> [Source data]:
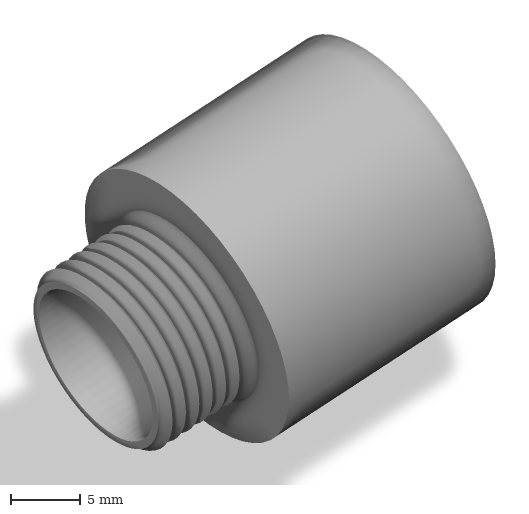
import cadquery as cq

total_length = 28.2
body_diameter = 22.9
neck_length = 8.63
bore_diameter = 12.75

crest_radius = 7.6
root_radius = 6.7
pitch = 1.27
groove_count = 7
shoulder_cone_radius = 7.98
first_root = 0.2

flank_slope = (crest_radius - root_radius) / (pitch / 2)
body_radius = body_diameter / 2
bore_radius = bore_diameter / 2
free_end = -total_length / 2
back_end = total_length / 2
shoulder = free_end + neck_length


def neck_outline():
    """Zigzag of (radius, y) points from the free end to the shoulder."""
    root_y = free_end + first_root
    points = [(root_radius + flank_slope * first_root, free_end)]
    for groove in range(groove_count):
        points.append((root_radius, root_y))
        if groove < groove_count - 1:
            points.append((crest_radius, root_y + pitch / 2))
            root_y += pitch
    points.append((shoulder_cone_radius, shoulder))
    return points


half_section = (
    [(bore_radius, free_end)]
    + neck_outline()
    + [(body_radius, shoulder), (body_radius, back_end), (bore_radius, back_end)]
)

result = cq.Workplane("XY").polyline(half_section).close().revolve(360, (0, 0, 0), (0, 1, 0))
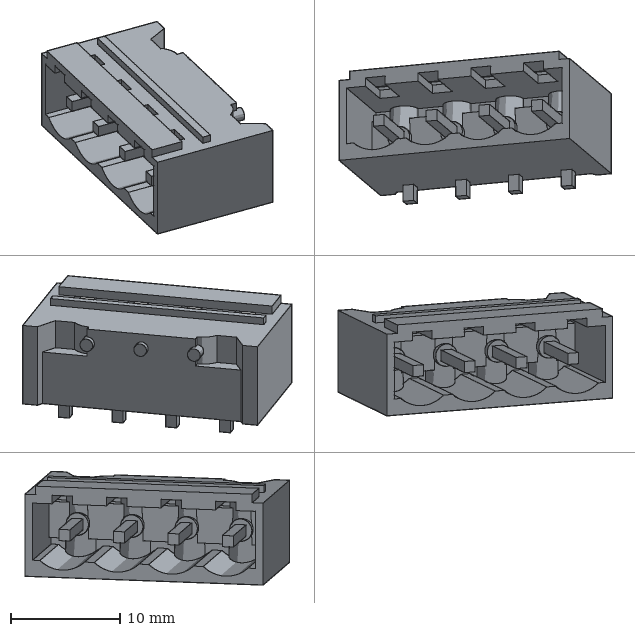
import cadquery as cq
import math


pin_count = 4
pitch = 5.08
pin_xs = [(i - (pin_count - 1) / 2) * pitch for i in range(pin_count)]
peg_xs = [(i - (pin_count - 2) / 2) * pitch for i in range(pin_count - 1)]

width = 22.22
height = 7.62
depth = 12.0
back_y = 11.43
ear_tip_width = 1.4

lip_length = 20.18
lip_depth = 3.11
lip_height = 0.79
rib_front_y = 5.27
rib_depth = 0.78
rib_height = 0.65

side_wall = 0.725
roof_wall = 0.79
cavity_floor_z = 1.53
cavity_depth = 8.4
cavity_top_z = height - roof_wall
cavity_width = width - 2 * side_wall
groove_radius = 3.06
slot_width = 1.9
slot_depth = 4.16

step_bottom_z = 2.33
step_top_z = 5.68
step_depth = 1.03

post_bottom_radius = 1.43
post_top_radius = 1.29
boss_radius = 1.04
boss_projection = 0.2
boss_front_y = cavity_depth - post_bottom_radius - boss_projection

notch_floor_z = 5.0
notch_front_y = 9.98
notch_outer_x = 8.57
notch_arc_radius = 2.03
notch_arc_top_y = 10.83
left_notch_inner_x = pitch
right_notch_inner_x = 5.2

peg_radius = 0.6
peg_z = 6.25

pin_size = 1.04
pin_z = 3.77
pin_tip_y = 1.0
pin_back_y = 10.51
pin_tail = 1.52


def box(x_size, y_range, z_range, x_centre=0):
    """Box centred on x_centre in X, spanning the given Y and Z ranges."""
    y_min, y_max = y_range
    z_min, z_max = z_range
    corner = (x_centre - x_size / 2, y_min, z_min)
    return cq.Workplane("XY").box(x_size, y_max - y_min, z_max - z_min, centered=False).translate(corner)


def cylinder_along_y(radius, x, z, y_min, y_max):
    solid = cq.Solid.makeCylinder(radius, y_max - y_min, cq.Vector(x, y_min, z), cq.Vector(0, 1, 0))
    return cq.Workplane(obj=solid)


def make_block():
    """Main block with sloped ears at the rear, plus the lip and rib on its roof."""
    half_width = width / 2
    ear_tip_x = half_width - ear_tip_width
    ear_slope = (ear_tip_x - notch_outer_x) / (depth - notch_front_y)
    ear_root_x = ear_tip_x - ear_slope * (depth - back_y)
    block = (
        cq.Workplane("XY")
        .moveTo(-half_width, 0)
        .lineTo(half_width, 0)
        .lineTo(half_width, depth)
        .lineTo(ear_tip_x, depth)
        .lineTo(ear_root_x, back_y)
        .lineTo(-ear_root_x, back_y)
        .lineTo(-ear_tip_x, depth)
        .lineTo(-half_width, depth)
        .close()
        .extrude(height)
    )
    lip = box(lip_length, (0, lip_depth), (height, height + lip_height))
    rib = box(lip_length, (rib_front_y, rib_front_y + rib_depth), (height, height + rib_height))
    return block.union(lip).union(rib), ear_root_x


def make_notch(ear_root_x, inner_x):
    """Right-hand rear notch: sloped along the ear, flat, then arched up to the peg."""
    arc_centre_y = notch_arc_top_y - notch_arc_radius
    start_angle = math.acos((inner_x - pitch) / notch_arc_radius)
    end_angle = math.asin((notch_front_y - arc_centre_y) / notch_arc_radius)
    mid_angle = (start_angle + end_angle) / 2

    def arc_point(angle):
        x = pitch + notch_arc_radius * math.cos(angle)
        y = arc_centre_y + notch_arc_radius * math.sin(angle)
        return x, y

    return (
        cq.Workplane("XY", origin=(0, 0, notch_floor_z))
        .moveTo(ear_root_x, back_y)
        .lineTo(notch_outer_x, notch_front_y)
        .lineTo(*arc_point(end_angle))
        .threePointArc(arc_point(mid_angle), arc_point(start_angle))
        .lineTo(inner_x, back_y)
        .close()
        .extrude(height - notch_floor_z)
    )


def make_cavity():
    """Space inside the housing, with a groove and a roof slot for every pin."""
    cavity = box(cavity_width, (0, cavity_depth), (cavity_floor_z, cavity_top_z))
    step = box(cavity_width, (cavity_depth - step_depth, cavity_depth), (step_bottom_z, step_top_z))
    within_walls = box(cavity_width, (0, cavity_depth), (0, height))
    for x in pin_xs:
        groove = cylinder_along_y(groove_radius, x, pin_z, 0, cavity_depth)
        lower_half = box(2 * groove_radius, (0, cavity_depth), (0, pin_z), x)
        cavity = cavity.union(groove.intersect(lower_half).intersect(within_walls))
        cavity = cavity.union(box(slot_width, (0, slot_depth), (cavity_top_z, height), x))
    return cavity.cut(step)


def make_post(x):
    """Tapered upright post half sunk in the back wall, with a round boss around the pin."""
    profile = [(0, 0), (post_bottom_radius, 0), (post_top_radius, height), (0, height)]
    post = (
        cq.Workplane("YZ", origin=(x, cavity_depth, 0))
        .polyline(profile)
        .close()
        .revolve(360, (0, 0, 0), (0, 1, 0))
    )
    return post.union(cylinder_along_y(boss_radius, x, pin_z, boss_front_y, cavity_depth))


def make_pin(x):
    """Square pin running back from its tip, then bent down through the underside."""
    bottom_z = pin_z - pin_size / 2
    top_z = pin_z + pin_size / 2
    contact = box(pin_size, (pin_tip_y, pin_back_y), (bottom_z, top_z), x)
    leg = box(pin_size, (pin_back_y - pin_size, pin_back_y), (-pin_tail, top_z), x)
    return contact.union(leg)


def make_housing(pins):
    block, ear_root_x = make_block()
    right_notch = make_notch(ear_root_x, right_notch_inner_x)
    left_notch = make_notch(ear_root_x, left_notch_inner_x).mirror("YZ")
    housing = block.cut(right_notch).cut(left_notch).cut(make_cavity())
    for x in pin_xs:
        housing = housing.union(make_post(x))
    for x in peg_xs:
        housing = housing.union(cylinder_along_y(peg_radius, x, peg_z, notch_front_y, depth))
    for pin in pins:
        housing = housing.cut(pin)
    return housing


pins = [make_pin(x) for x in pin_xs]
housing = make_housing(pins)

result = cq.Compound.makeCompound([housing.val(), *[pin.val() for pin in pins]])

--

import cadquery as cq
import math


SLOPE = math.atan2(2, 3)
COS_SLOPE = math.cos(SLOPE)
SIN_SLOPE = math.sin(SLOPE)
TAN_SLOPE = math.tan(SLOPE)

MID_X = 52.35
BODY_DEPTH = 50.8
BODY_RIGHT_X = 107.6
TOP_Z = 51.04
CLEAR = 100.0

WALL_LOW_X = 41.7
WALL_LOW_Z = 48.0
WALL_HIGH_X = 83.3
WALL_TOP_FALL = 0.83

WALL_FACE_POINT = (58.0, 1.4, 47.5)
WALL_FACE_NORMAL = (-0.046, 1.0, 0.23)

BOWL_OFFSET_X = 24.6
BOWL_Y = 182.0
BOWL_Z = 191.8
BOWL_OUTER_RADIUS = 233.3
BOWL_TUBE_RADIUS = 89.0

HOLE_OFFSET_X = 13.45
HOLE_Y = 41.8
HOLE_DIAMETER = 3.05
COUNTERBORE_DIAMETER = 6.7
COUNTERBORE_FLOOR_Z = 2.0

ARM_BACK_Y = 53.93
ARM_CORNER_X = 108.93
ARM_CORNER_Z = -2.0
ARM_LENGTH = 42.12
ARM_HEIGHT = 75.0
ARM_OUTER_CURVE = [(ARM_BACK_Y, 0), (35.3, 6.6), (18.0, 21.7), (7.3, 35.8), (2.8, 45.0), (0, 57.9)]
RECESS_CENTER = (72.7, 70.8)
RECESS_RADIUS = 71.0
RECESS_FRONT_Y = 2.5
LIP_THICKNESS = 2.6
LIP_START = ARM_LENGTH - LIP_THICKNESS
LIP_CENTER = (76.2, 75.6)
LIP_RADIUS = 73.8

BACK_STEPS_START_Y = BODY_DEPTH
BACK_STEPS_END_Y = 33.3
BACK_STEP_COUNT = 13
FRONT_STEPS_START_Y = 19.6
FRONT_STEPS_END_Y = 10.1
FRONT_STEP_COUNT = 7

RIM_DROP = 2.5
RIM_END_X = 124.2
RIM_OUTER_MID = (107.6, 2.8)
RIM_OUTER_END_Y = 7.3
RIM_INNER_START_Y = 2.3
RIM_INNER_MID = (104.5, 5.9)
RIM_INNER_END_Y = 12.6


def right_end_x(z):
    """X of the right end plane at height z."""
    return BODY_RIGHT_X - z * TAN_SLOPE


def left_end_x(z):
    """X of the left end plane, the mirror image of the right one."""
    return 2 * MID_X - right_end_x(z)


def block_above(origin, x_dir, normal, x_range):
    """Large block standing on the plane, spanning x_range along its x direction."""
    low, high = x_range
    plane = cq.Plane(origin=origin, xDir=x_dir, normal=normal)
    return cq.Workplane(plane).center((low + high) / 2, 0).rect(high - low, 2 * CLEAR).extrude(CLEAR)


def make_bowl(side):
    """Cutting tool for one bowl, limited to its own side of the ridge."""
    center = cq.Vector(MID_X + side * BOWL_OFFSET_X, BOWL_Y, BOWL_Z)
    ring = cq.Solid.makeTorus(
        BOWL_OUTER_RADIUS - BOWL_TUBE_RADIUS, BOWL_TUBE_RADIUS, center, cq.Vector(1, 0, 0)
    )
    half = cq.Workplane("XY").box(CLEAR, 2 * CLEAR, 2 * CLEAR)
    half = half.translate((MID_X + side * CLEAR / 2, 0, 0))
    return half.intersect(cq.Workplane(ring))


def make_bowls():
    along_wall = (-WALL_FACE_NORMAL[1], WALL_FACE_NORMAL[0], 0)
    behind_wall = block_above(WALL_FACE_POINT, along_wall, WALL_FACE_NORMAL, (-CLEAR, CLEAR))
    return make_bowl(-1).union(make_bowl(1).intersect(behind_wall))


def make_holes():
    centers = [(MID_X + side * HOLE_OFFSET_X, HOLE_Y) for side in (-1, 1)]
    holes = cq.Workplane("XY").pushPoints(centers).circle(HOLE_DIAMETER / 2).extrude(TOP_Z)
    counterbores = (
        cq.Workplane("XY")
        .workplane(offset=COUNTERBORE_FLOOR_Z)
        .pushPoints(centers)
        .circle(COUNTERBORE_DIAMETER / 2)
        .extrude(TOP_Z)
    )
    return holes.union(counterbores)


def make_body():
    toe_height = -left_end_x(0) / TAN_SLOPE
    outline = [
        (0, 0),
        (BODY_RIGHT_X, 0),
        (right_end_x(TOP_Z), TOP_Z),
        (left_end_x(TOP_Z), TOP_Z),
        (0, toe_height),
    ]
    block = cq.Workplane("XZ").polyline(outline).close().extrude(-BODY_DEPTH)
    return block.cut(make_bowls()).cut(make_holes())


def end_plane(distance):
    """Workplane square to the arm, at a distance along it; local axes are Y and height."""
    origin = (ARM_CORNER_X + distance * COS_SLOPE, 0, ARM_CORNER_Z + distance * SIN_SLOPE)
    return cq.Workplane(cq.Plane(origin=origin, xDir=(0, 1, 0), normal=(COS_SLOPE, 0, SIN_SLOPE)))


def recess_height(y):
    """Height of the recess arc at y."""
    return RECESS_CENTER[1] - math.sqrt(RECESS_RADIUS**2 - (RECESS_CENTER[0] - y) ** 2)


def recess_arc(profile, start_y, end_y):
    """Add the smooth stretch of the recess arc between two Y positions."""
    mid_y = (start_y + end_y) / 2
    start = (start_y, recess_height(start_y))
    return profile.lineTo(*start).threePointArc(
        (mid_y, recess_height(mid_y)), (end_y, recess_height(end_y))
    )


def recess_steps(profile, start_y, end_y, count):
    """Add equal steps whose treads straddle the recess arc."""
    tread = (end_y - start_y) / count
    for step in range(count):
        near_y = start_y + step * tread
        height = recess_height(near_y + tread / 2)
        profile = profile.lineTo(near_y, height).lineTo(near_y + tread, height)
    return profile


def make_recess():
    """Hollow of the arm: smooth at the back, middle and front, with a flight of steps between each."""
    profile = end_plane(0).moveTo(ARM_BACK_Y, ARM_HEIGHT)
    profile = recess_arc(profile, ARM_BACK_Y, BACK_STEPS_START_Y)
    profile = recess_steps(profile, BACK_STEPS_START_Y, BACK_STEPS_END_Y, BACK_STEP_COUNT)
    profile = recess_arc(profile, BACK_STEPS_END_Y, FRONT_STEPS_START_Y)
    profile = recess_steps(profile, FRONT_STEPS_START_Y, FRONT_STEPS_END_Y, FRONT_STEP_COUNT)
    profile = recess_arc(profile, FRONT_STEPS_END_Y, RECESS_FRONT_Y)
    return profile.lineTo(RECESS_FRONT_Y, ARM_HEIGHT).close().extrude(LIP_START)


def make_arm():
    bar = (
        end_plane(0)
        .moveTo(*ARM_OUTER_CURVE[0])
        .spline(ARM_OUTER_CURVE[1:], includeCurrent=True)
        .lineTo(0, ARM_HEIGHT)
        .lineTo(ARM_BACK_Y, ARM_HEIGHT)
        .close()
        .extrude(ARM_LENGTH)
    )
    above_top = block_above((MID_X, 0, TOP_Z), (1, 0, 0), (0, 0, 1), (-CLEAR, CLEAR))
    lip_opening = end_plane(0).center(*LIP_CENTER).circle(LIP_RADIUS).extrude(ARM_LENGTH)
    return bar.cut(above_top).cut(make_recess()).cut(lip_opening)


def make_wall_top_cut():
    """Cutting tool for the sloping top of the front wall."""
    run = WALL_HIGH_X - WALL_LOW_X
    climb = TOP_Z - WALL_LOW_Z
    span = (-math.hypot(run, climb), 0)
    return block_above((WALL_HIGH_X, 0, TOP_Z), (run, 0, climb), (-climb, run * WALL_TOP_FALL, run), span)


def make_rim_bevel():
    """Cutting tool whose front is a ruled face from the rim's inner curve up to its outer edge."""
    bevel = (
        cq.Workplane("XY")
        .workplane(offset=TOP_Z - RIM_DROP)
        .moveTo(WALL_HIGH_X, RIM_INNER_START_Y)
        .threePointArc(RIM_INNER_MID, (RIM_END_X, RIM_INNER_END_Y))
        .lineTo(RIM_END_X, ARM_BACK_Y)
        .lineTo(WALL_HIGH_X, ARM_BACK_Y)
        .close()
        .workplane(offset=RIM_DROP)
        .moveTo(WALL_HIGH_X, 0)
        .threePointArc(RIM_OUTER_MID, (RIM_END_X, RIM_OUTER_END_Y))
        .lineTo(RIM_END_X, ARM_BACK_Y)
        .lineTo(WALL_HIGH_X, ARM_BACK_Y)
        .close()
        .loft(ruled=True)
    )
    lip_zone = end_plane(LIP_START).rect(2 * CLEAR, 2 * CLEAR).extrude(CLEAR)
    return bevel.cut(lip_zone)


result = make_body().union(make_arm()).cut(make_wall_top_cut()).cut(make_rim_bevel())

...

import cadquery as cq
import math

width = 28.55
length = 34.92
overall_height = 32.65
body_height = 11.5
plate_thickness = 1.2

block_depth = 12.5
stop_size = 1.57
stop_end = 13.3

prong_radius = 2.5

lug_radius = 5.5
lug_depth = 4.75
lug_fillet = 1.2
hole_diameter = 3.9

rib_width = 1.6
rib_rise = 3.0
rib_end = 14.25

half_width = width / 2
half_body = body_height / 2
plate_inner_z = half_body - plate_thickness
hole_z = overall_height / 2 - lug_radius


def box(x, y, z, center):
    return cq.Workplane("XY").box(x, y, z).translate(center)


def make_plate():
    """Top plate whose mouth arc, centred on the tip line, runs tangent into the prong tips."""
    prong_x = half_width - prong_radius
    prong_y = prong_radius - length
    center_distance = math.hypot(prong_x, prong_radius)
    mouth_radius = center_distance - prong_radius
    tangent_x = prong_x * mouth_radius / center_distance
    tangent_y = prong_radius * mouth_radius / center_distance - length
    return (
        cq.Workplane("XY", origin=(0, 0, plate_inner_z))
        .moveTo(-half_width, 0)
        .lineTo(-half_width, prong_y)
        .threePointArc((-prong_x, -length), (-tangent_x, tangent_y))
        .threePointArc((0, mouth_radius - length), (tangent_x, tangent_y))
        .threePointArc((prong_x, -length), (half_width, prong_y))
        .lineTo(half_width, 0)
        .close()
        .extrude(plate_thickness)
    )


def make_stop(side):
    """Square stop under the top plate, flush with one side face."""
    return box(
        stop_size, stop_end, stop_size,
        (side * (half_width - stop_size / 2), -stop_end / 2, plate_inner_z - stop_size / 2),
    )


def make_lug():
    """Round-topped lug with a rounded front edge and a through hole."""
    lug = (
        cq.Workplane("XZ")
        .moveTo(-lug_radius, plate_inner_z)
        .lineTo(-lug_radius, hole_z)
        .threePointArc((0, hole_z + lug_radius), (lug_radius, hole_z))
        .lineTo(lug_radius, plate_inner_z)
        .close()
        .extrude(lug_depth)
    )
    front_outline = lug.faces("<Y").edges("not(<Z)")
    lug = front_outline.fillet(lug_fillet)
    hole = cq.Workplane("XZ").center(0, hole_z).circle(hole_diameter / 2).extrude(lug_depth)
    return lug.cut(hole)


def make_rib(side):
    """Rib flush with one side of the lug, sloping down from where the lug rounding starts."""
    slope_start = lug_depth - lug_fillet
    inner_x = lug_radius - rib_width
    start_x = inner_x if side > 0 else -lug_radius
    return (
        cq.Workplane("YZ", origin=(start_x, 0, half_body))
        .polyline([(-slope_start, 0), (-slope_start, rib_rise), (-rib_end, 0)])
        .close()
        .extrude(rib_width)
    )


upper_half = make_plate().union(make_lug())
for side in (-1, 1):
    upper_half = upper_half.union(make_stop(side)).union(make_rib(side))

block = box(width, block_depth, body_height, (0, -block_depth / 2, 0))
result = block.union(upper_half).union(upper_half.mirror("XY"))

> [Required action]: State the number of lines in the records that include "pushPoints", and write nothing else.

> [Reply]: 2